**WHAT IS BEING ASKED:**
Below are entries. Copy exactly the lines running from the line that holds "Before and after one commit to leouieda/gghs2012, a" to the line that holds "Also in this commit, not shown: 32", with both ends included.

(Records from a data source)

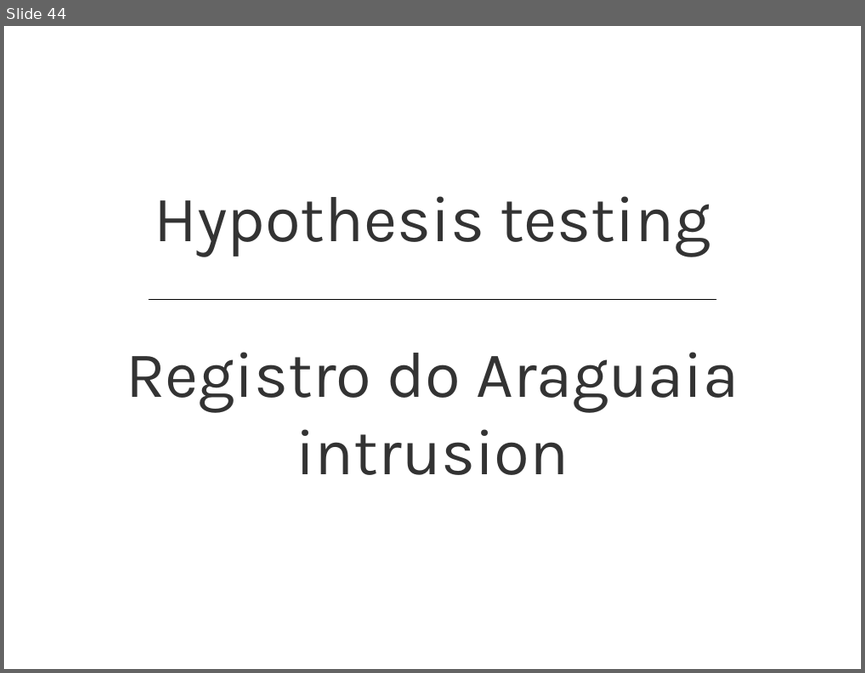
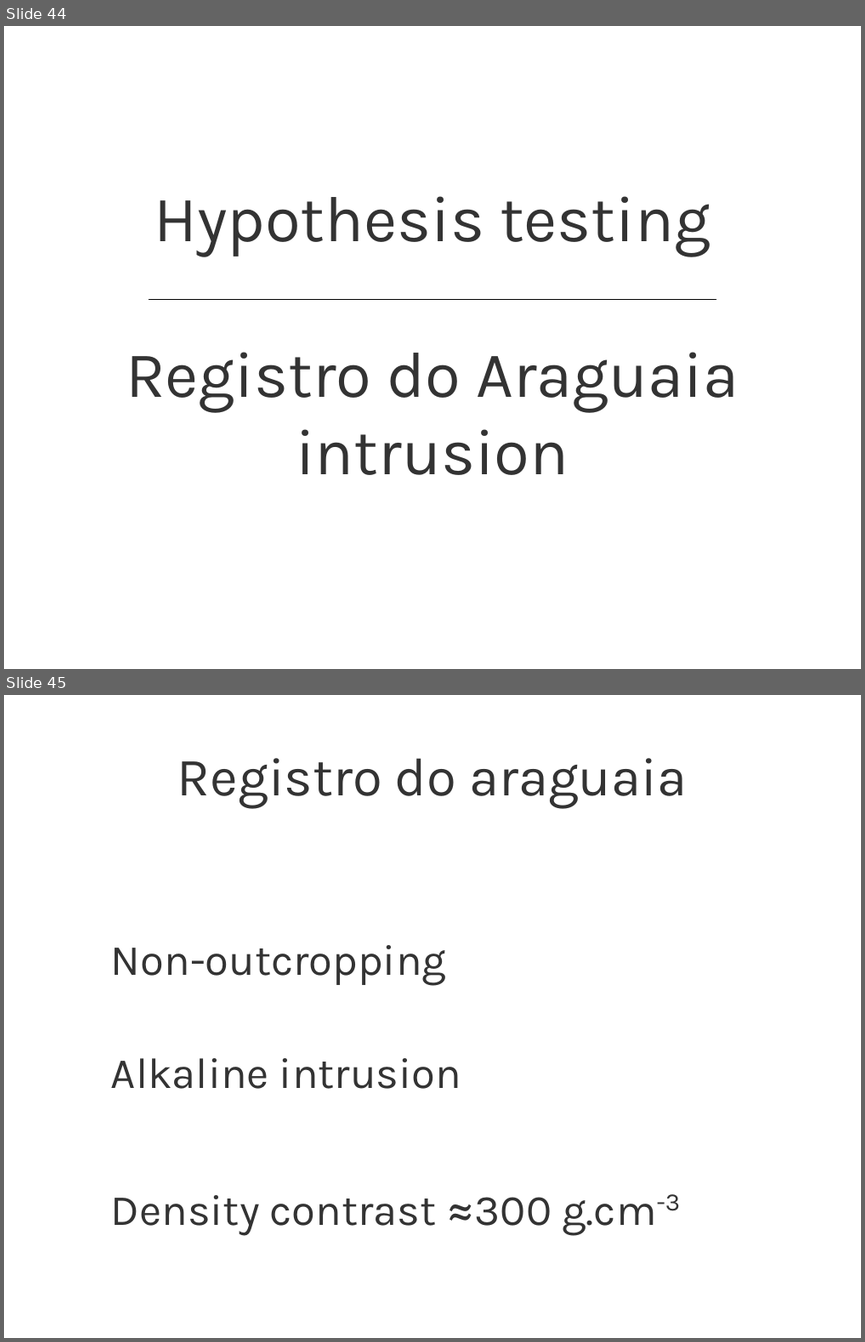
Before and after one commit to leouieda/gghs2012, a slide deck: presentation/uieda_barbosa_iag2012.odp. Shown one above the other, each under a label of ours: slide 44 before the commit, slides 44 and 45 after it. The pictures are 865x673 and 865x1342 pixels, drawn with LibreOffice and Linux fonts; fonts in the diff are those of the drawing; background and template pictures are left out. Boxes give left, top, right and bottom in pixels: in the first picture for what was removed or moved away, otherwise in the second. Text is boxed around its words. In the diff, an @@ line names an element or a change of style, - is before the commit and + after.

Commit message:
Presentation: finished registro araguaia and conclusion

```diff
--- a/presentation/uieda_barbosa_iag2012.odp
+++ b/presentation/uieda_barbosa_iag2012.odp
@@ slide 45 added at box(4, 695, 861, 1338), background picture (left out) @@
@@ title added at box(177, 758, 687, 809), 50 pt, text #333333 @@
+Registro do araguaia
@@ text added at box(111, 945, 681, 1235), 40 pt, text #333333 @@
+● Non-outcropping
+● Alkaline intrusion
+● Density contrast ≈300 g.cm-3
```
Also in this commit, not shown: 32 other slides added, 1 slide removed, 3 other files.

--

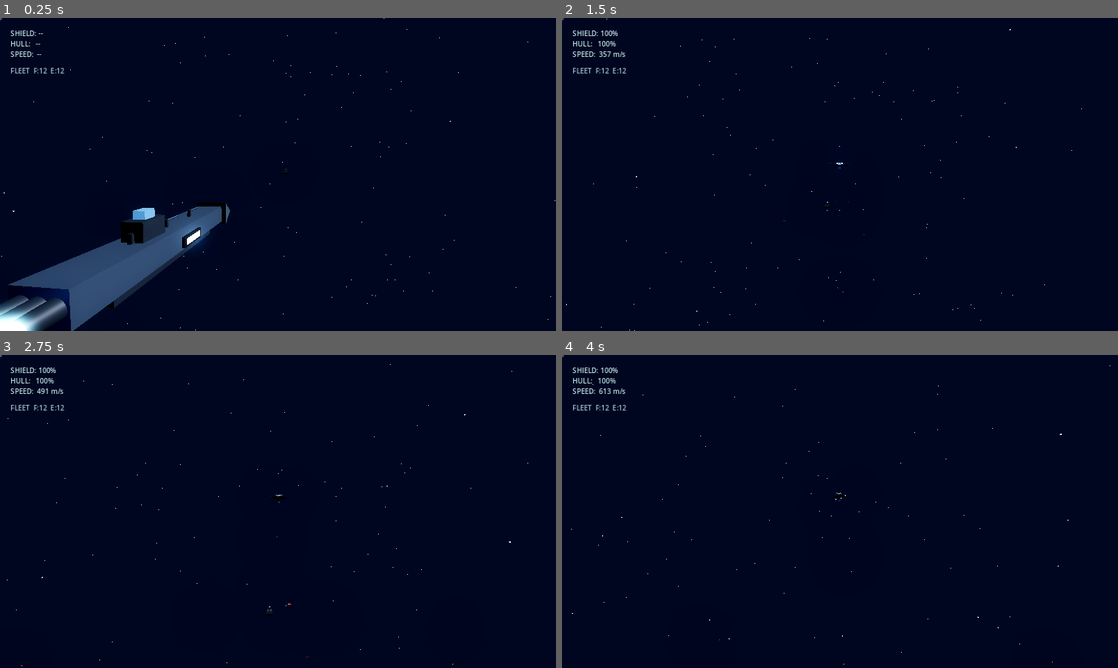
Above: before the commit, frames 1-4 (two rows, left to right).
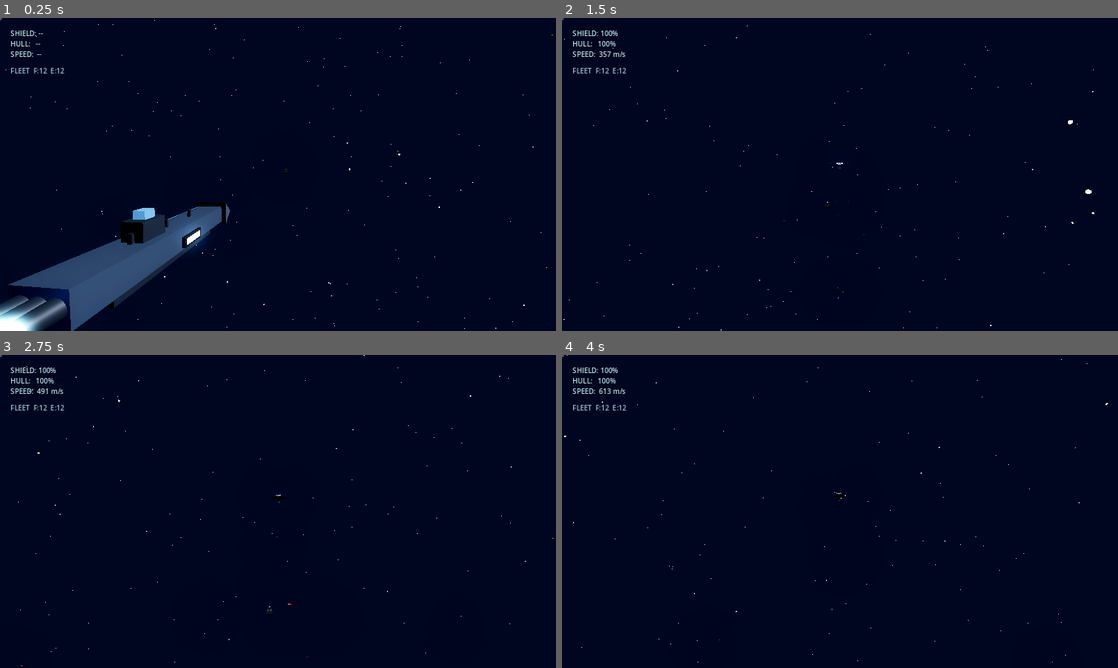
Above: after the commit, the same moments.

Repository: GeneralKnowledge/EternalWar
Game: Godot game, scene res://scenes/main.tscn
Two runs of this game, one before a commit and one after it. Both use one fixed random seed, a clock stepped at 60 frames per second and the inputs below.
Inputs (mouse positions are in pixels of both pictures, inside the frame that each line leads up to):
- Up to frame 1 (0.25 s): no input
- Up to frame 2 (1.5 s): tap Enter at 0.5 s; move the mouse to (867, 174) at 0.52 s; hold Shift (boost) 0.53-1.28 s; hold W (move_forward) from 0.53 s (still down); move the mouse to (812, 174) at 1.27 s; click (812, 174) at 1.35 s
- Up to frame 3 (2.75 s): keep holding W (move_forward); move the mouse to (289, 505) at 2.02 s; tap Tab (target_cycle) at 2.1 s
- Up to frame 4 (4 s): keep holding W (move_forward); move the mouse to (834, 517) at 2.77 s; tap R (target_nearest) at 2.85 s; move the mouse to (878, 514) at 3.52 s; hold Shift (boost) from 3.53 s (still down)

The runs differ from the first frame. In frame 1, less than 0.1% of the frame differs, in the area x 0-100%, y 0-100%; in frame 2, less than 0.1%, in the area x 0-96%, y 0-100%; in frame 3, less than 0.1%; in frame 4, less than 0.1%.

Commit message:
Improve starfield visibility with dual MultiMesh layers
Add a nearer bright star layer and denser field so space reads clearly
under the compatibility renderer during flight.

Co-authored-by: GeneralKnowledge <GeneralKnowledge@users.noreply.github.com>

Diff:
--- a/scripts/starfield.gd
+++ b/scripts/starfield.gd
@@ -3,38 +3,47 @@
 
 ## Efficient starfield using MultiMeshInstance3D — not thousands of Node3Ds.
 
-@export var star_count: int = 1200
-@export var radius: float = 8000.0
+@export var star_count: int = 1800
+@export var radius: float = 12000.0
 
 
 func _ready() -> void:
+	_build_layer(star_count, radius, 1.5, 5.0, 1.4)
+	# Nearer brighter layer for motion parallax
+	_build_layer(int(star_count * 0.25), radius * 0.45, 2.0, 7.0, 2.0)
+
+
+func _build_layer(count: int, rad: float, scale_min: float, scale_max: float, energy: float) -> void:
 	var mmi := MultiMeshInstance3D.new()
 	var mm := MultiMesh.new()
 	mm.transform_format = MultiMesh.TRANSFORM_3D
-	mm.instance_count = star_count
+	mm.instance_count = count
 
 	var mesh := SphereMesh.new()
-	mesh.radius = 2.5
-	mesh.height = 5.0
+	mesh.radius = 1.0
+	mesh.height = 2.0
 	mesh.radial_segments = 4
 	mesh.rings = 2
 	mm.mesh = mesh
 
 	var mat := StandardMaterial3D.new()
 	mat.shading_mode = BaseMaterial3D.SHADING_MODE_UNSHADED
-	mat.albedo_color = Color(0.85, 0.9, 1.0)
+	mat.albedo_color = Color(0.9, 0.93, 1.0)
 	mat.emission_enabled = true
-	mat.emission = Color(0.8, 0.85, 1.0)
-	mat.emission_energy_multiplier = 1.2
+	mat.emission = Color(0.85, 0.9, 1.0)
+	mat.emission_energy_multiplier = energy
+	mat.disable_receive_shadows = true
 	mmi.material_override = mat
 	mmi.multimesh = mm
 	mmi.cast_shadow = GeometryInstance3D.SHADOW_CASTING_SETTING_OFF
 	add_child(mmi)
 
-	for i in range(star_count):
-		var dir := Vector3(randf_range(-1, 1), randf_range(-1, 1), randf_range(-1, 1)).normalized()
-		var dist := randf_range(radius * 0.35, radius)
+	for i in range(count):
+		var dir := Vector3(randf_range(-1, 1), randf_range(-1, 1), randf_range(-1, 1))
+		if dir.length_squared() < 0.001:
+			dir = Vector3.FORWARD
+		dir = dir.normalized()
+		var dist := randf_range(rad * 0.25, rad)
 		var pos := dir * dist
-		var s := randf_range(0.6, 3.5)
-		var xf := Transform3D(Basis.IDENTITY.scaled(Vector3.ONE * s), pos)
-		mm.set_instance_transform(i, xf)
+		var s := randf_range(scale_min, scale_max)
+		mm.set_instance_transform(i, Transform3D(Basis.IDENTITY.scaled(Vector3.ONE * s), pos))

==

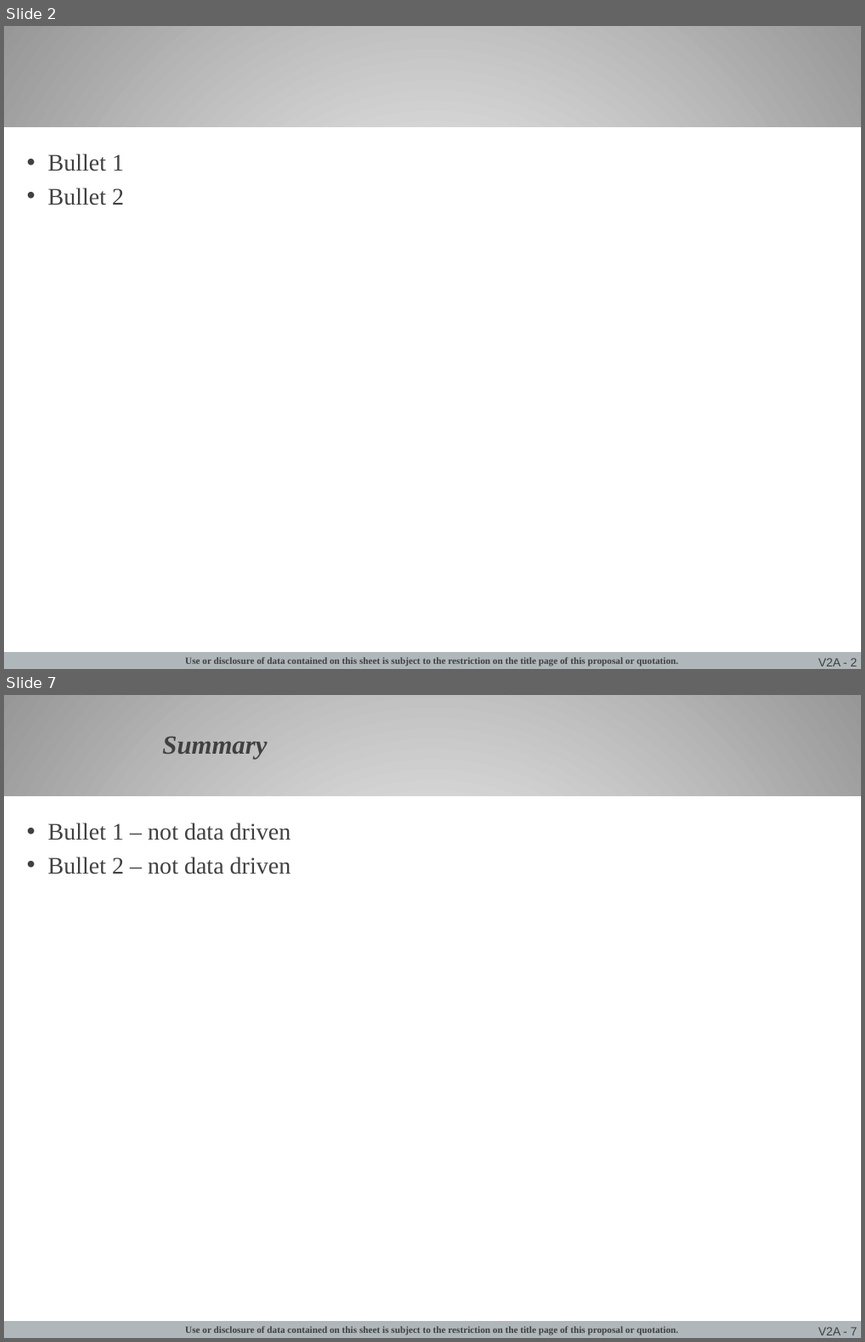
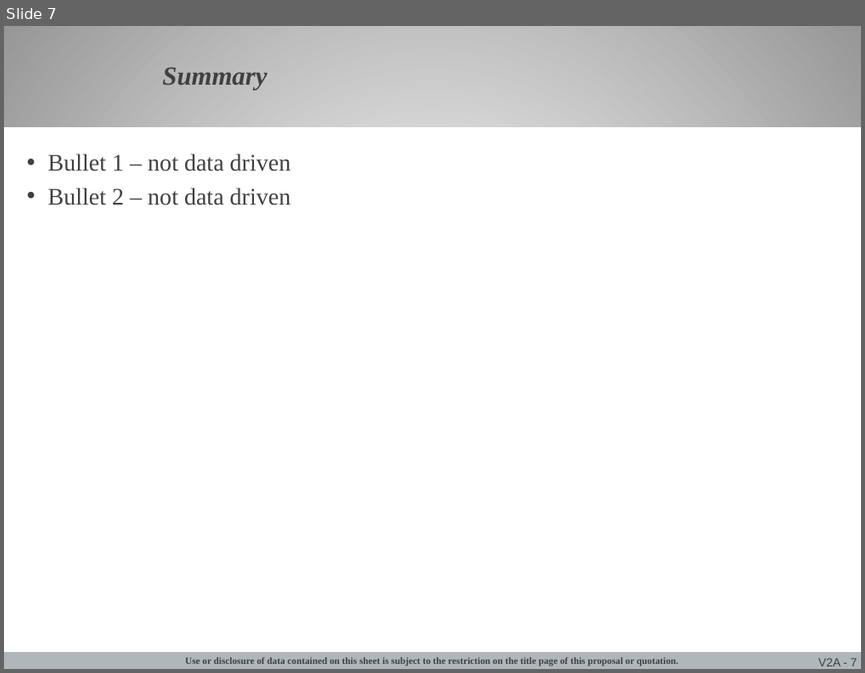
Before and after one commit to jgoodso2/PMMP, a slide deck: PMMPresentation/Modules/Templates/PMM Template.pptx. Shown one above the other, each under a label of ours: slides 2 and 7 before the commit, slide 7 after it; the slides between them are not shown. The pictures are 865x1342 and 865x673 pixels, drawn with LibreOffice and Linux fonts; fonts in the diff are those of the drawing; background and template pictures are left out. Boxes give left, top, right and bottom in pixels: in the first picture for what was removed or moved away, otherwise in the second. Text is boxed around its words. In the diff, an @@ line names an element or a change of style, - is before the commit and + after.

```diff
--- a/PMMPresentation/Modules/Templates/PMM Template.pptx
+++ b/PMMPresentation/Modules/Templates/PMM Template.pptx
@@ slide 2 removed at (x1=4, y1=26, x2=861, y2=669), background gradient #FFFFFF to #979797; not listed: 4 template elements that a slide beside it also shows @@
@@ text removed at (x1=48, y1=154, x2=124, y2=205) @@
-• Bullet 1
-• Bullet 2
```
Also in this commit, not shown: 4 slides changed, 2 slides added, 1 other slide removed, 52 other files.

**TASK OUTPUT:**
Before and after one commit to leouieda/gghs2012, a slide deck: presentation/uieda_barbosa_iag2012.odp. Shown one above the other, each under a label of ours: slide 44 before the commit, slides 44 and 45 after it. The pictures are 865x673 and 865x1342 pixels, drawn with LibreOffice and Linux fonts; fonts in the diff are those of the drawing; background and template pictures are left out. Boxes give left, top, right and bottom in pixels: in the first picture for what was removed or moved away, otherwise in the second. Text is boxed around its words. In the diff, an @@ line names an element or a change of style, - is before the commit and + after.

Commit message:
Presentation: finished registro araguaia and conclusion

```diff
--- a/presentation/uieda_barbosa_iag2012.odp
+++ b/presentation/uieda_barbosa_iag2012.odp
@@ slide 45 added at box(4, 695, 861, 1338), background picture (left out) @@
@@ title added at box(177, 758, 687, 809), 50 pt, text #333333 @@
+Registro do araguaia
@@ text added at box(111, 945, 681, 1235), 40 pt, text #333333 @@
+● Non-outcropping
+● Alkaline intrusion
+● Density contrast ≈300 g.cm-3
```
Also in this commit, not shown: 32 other slides added, 1 slide removed, 3 other files.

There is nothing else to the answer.